Декарт имел право авторитетно говорить о новой науке, поскольку был одним из ее отцов-основателей. Современная прикладная математика по большей части основана на его открытиях, а именно на аналитической геометрии, использующей алгебру для решения практических задач о пространстве и движении. Он сделал больше, чем кто-либо из его современников, чтобы продемонстрировать, как математика может служить самым разным наукам. Галилей и Кеплер считаются пионерами в этом отношении, но их попытки были эпизодическими. Работа же Декарта имела всесторонний характер. Он трудился над созданием общей картины природы, столь же всеобъемлющей, как аристотелевская, но построенной на не имевшем отношения к Аристотелю «механистическом» принципе, согласно которому физические явления объяснялись с точки зрения связи движущихся тел с движениями и формой их частей. Декарт выдвинул теории, которые какое-то время всерьез соперничали с идеями Исаака Ньютона (1642−1727) и вдохновили некоторые предположения последнего. Через несколько лет после смерти Ньютона Вольтер (1694−1778) писал: «Я не считаю возможным, чтобы действительно кто-то осмелился свести на нет его (Декарта) философию в сравнении с философией Ньютона; первая — это опыт, вторая — шедевр». Тем не менее, продолжал Вольтер, «тот, кто направил нас по пути истины, быть может, вполне равен тому, кто после него завершил этот путь»12.

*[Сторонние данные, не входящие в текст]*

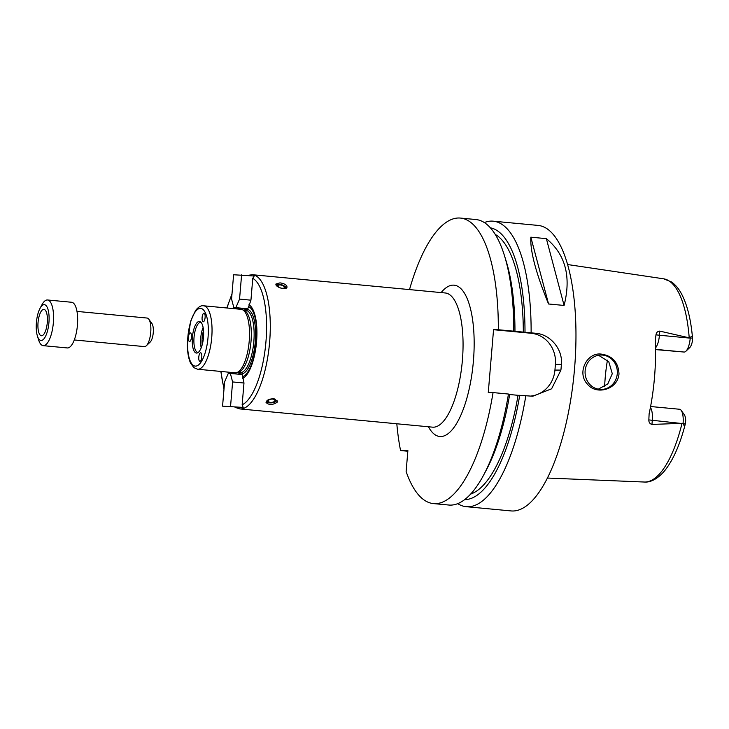 <?xml version="1.0" encoding="UTF-8"?>
<svg xmlns="http://www.w3.org/2000/svg" width="729" height="729" viewBox="0 0 729 729"><rect width="100%" height="100%" fill="white"/><g stroke="black" fill="none" stroke-linecap="round" stroke-linejoin="round"><path stroke-width="1.09" d="M224.605 381.887L228.323 373.339L242.238 374.478L243.978 383.017L242.146 404.85L243.185 407.42L222.564 406.162L224.605 381.887M243.185 407.42L222.564 406.162M230.328 373.348L232.606 381.941L243.978 383.017M232.606 381.941L230.564 406.217M242.803 376.601A35.466 12.32 -84.6 0 0 256.362 341.701A35.466 12.32 -84.6 0 0 248.671 306.663L247.751 308.777L233.845 307.638L231.567 299.045L233.599 274.76L254.221 276.009L252.772 278.35L250.94 300.175L248.671 306.663M242.493 308.449A35.466 12.32 -84.6 0 0 241.591 309.415M235.595 372.801A35.466 12.32 -84.6 0 0 236.296 373.913M242.757 378.415A37.607 13.067 -84.6 0 0 256.572 341.655A37.607 13.067 -84.6 0 0 248.944 304.758M241.6 274.815L239.559 299.1L250.94 300.175M239.559 299.1L235.841 307.647L247.751 308.777M235.841 307.647L233.845 307.638M240.242 308.239A37.607 13.067 -84.6 0 0 239.559 309.187M233.553 372.647A37.607 13.067 -84.6 0 0 234.055 373.704M197.623 369.238A31.866 11.072 -84.6 0 0 211.647 338.557A31.866 11.072 -84.6 0 0 203.628 305.788L203.072 305.761C200.785 305.497 198.261 307.1 195.509 310.554L190.542 321.48L187.362 344.872C187.435 352.426 188.51 358.513 190.588 363.133L193.896 367.662L197.623 369.238L235.102 372.792A31.866 11.072 -84.6 0 0 236.214 372.738L238.246 372.355A31.292 10.871 -84.6 0 0 250.931 342.275A31.292 10.871 -84.6 0 0 244.115 310.354L242.192 309.597A31.866 11.072 -84.6 0 0 241.108 309.333L203.628 305.788A31.866 11.072 -84.6 0 0 203.291 305.77M236.214 372.738A31.866 11.072 -84.6 0 0 249.127 342.101A31.866 11.072 -84.6 0 0 242.192 309.597M202.544 321.207A4.301 1.494 95.4 0 1 202.197 316.696A4.301 1.494 95.4 0 1 203.737 313.26A4.301 1.494 95.4 0 1 204.011 313.215A4.301 1.494 95.4 0 1 205.095 317.634A4.301 1.494 95.4 0 1 203.2 321.781A4.301 1.494 95.4 0 1 202.544 321.207M199.846 353.365A4.301 1.494 95.4 0 1 200.694 352.8A4.301 1.494 95.4 0 1 201.769 357.219A4.301 1.494 95.4 0 1 199.883 361.365A4.301 1.494 95.4 0 1 199.7 361.311A4.301 1.494 95.4 0 1 198.744 357.857A4.301 1.494 95.4 0 1 199.846 353.365M191.454 337.217A4.301 1.494 95.4 0 1 189.549 341.491A4.301 1.494 95.4 0 1 188.437 338.994A4.301 1.494 95.4 0 1 189.011 334.511A4.301 1.494 95.4 0 1 190.36 332.925A4.301 1.494 95.4 0 1 191.454 337.217M199.272 321.443A15.883 5.522 -84.6 0 0 192.31 338.684A15.883 5.522 -84.6 0 0 197.659 352.818A15.883 5.522 -84.6 0 0 203.446 337.782A15.883 5.522 -84.6 0 0 200.584 321.926A15.883 5.522 -84.6 0 0 199.272 321.443M201.177 322.51A15.054 5.231 -84.6 0 0 200.703 322.4A15.054 5.231 -84.6 0 0 200.548 322.391A15.054 5.231 -84.6 0 0 194.06 337.126A15.054 5.231 -84.6 0 0 197.869 352.38A15.054 5.231 -84.6 0 0 198.352 352.362M203.118 327.485A15.054 5.231 -84.6 0 0 201.195 347.833M203.528 330.574A14.343 4.985 -84.6 0 0 202.17 344.881M279.954 282.879C283.317 283.289 285.613 284.346 286.862 286.05L287.007 287.153C286.333 290.816 274.769 286.962 275.981 283.991L279.954 282.879M273.685 398.754L277.439 401.105L277.093 402.317C272.518 405.142 268.837 405.178 266.039 402.454C266.577 400.112 269.129 398.881 273.685 398.754M286.406 287.973A5.732 2.542 16 0 0 286.342 287.855A5.732 2.542 16 0 0 284.419 286.06L283.745 285.65A4.246 1.886 16 0 0 279.553 284.447A4.246 1.886 16 0 0 277.321 286.369M279.553 284.447L278.76 284.438A5.732 2.542 16 0 0 276.127 284.975M284.055 288.648A4.246 1.886 16 0 0 285.167 286.98A4.246 1.886 16 0 0 283.745 285.65M284.292 286.898A3.308 1.467 16 0 0 280.966 285.039A3.308 1.467 16 0 0 278.022 285.695A3.308 1.467 16 0 0 280.793 288.019A3.308 1.467 16 0 0 284.383 287.518A3.308 1.467 16 0 0 284.292 286.898M268.108 399.893A4.246 2.096 173.3 0 0 271.07 402.882A4.246 2.096 173.3 0 0 272.646 402.7L272.919 402.636A5.732 2.834 173.3 0 0 276.883 400.513A5.732 2.834 173.3 0 0 277.056 400.221M266.24 401.542A5.732 2.834 173.3 0 0 270.796 402.891L271.07 402.882M272.646 402.7A4.246 2.096 173.3 0 0 275.58 401.123A4.246 2.096 173.3 0 0 273.976 398.79M274.705 401.041A3.308 1.631 173.3 0 0 274.906 400.358A3.308 1.631 173.3 0 0 271.425 399.127A3.308 1.631 173.3 0 0 268.327 401.132A3.308 1.631 173.3 0 0 271.133 402.417A3.308 1.631 173.3 0 0 274.705 401.041M396.813 423.777A143.394 49.818 -84.6 0 0 400.558 450.54L407.885 450.595L406.126 471.535A143.394 49.818 -84.6 0 0 433.418 503.584A143.394 49.818 -84.6 0 0 493.05 392.585L488.275 392.548L493.551 329.708L498.326 329.736A143.394 49.818 -84.6 0 0 460.446 218.071A143.394 49.818 -84.6 0 0 409.507 289.586M407.83 451.233L400.558 450.54M433.418 503.584L448.818 505.033A143.394 49.818 -84.6 0 0 483.792 474.779A143.394 49.818 -84.6 0 0 508.45 394.043L493.05 392.585M483.792 474.779L486.443 469.786A136.578 47.449 -84.6 0 0 509.689 394.371L508.45 394.043M470.679 494.052A131.922 45.827 -84.6 0 0 518.055 395.309L509.662 394.517M464.655 499.62A136.578 47.449 -84.6 0 0 519.722 395.318L518.055 395.309M498.326 329.736L531.122 332.843A143.394 49.818 -84.6 0 0 493.232 221.179A143.394 49.818 -84.6 0 0 491.72 221.097A143.394 49.818 -84.6 0 0 484.329 222.564M457.73 503.648A143.394 49.818 -84.6 0 0 466.214 506.682L511.065 510.929A143.394 49.818 -84.6 0 0 574.17 372.865A143.394 49.818 -84.6 0 0 538.084 225.416L493.232 221.179M531.122 332.843L535.806 333.29C550.158 334.292 562.943 349.136 561.394 364.391A143.394 49.818 95.4 0 1 560.92 370.104L551.607 388.794L532.744 396.239L519.722 395.318M466.214 506.682A143.394 49.818 -84.6 0 0 525.837 395.683M548.563 303.984C535.97 273.293 530.065 251.022 530.84 237.18L546.367 238.647C565.467 254.375 571.381 276.646 564.091 305.451L548.563 303.984L530.84 237.18M546.367 238.647L564.091 305.451M493.551 329.708L531.04 333.253A28.677 26.882 -89.6 0 1 555.407 364.354L554.933 370.068A28.677 26.882 -89.6 0 1 530.347 396.111M598.318 389.158L607.804 383.91L612.287 373.713L608.788 361.748L598.536 355.26M617.272 373.749A17.204 16.129 90.4 0 0 601.325 355.023A17.204 16.129 90.4 0 0 585.077 372.118A17.204 16.129 90.4 0 0 601.088 389.432A17.204 16.129 90.4 0 0 617.272 373.749M602.181 354.258C612.797 356.126 618.411 362.668 619.003 373.868C617.782 389.787 596.14 395.446 587.419 384.119C576.284 372.665 587.401 351.223 602.181 354.258M683.082 423.303L683.082 423.221A13.997 4.866 -84.6 0 0 681.223 410.418L684.312 414.719A9.696 3.372 95.4 0 1 685.688 420.706L685.406 423.558C684.567 426.082 683.793 426 683.082 423.303L651.954 424.424L652.3 420.305A13.997 4.866 -84.6 0 0 652.419 416.04A13.997 4.866 -84.6 0 0 650.405 407.456M655.517 349.592L684.185 352.052A13.997 4.866 -84.6 0 0 685.916 351.223A13.997 4.866 -84.6 0 0 690.226 338.147L659.444 335.24L659.791 331.112C657.613 331.258 656.346 332.506 655.982 334.839L655.253 340.753A103.955 36.113 -84.6 0 1 649.12 413.799L648.837 419.913C648.801 422.346 649.84 423.85 651.954 424.424M659.791 331.112L690.235 338.065C691.374 335.641 692.149 335.787 692.55 338.493L692.35 341.4A9.696 3.372 95.4 0 1 689.762 347.578L685.916 351.223M689.197 337.545A102.078 35.466 -84.6 0 0 663.618 278.815L671.473 281.959C675.355 284.693 678.653 288.575 681.369 293.614C687.192 304.531 690.91 319.348 692.523 338.056L690.235 338.065M604.623 386.625A75.998 26.399 95.4 0 1 607.439 360.172M681.223 410.418A13.997 4.866 -84.6 0 0 679.528 409.251A13.997 4.866 -84.6 0 0 679.382 409.242M648.837 419.913L685.324 423.895C680.093 444.408 673.222 460.008 664.711 470.688C656.483 480.457 648.947 482.48 644.381 482.033A102.078 35.466 -84.6 0 0 681.97 423.613M525.008 332.479A136.578 47.449 -84.6 0 0 490.38 227.822M523.331 332.47A131.922 45.827 -84.6 0 0 495.246 234.419M514.966 331.531A136.578 47.449 -84.6 0 0 506.19 261.219L504.514 255.806A143.394 49.818 -84.6 0 0 475.846 219.529L460.446 218.071M513.726 331.194A143.394 49.818 -84.6 0 0 504.514 255.806M37.379 335.914L38.591 339.851A22.945 7.973 -84.6 0 0 43.184 345.655L67.278 347.943A22.945 7.973 -84.6 0 0 77.374 325.854A22.945 7.973 -84.6 0 0 71.597 302.262L47.503 299.974A22.945 7.973 -84.6 0 0 47.267 299.965A22.945 7.973 -84.6 0 0 41.908 304.822L39.977 308.458A17.979 6.242 -84.6 0 0 37.379 335.914A17.979 6.242 -84.6 0 0 47.986 328.97A17.979 6.242 -84.6 0 0 44.168 304.658A17.979 6.242 -84.6 0 0 39.977 308.458M43.184 345.655A22.945 7.973 -84.6 0 0 53.281 323.567A22.945 7.973 -84.6 0 0 47.503 299.974M43.776 309.369A13.25 4.602 -84.6 0 0 38.063 322.336A13.25 4.602 -84.6 0 0 41.416 335.75A13.25 4.602 -84.6 0 0 47.248 323.002A13.25 4.602 -84.6 0 0 43.913 309.378A13.25 4.602 -84.6 0 0 43.776 309.369M74.285 339.96L144.388 346.594A14.343 4.985 -84.6 0 0 146.319 345.756L150.165 342.101A10.042 3.49 -84.6 0 0 153.227 333.025A10.042 3.49 -84.6 0 0 151.924 323.539L148.834 319.238A14.343 4.985 -84.6 0 0 147.094 318.044A14.343 4.985 -84.6 0 0 146.939 318.035M146.319 345.756A14.343 4.985 -84.6 0 0 150.703 332.788A14.343 4.985 -84.6 0 0 148.834 319.238M238.091 372.492A32.441 11.272 -84.6 0 0 254.776 346.485A32.441 11.272 -84.6 0 0 246.712 309.306A32.441 11.272 -84.6 0 0 243.987 310.18M247.578 275.38L252.489 274.724L445.255 292.976A67.396 23.41 -84.6 0 1 462.213 362.267A67.396 23.41 -84.6 0 1 432.552 427.158L239.786 408.914A67.396 23.41 -84.6 0 0 268.91 348.991A67.396 23.41 -84.6 0 0 255.861 275.79A67.396 23.41 -84.6 0 0 252.489 274.724A67.396 23.41 -84.6 0 0 251.778 274.696M242.146 404.85A64.526 22.417 -84.6 0 0 265.948 341.728A64.526 22.417 -84.6 0 0 252.772 278.35M231.922 294.78A64.526 22.417 -84.6 0 0 227.056 308.002M221.051 371.462A64.526 22.417 -84.6 0 0 224.076 388.147M237.69 372.455L239.978 372.674A31.292 10.871 -84.6 0 0 253.747 342.539A31.292 10.871 -84.6 0 0 245.873 310.363L243.595 310.144M200.375 308.376A29.005 10.078 -84.6 0 0 187.982 351.642A29.005 10.078 -84.6 0 0 205.487 351.761A29.005 10.078 -84.6 0 0 200.375 308.376M428.433 426.775A75.998 26.399 -84.6 0 0 470.952 380.128A75.998 26.399 -84.6 0 0 453.292 285.13A75.998 26.399 -84.6 0 0 441.136 292.584M555.407 364.354L561.394 364.391M531.04 333.253L535.806 333.29M554.933 370.068L560.92 370.104M684.185 352.052L655.517 349.346M655.489 347.933A13.997 4.866 -84.6 0 0 658.852 339.495A13.997 4.866 -84.6 0 0 659.444 335.24L655.982 334.839M239.786 408.914L235.084 407.347M223.994 389.168L220.823 371.435M226.828 307.984L232.004 293.814M663.618 278.815L567.599 264.536M644.381 482.033L547.397 478.042M679.528 409.251L650.587 406.518M147.094 318.044L76.982 311.411"/></g></svg>

Большинство научных трудов Декарта, за исключением его математических работ, было забыто, что отчасти объясняет, почему он вошел в историю как абстрактный мыслитель, а не как ученый. При этом остается незамеченным факт, что свою жизнь Декарт провел в основном не в раздумьях о том, что сам называл «первой философией», или «метафизикой», — о природе души, пределах познания и существовании Бога, а, скорее, занимаясь экспериментами, анатомическим препарированием, наблюдениями и измерениями. Вопреки нынешней репутации Декарта, сам он, похоже, меньше интересовался метафизикой, чем применением алгебры к геометрии и копошением во внутренностях коров. Когда он жил в Амстердаме около 1630 г., он ежедневно посещал мясную лавку, чтобы раздобыть туши для препарирования. Его объяснение радуги стало вехой в экспериментальной науке, и оно было почти верным. Декарт независимо открыл и первым опубликовал закон преломления лучей света, известный в англоязычных странах как закон Снеллиуса и объясняющий, почему прямая палка, частично опущенная в воду, выглядит сломанной. Декарт также проводил исследования в области физиологии, медицины, метеорологии, геологии и стремился проникнуть во все другие нераскрытые тайны природы, которые обещала разрешить «механистическая философия». Декарт был первым, кто детально продемонстрировал, что функционирование человеческого тела можно уподобить работе машины. Размышляя над открытием кровообращения, сделанным Уильямом Гарвеем, он развил некоторые его идеи в полноценную механистическую физиологию. В то же время, однако, Декарт допустил и ошибочную критику Гарвея и неправильно описал функцию сердца.
Декарт был так очарован машинами и разнообразными хитроумными изобретениями, что, согласно широко распространенному слуху, его повсюду сопровождала движущаяся, натуральной величины, кукла, практически неотличимая от его незаконной дочери Франсин. Эта выдумка, подразумевающая дьявольский ум и граничащее с непристойностью безумие, распространилась во второй половине XVIII в., когда крайние версии материализма и даже атеизма защищались некоторыми радикалами во Франции. К тому времени считалось, что подобные ужасные всходы принесли именно семена Декартовой механистической науки и рационалистического мировоззрения, хотя сам Декарт отрекся бы от подобных плодов. Он не утверждал, что люди являются машинами, как это позднее делали другие, машинами он называл человеческие тела. И его, вероятно, не затронули какие-либо сомнения в догматах католической церкви.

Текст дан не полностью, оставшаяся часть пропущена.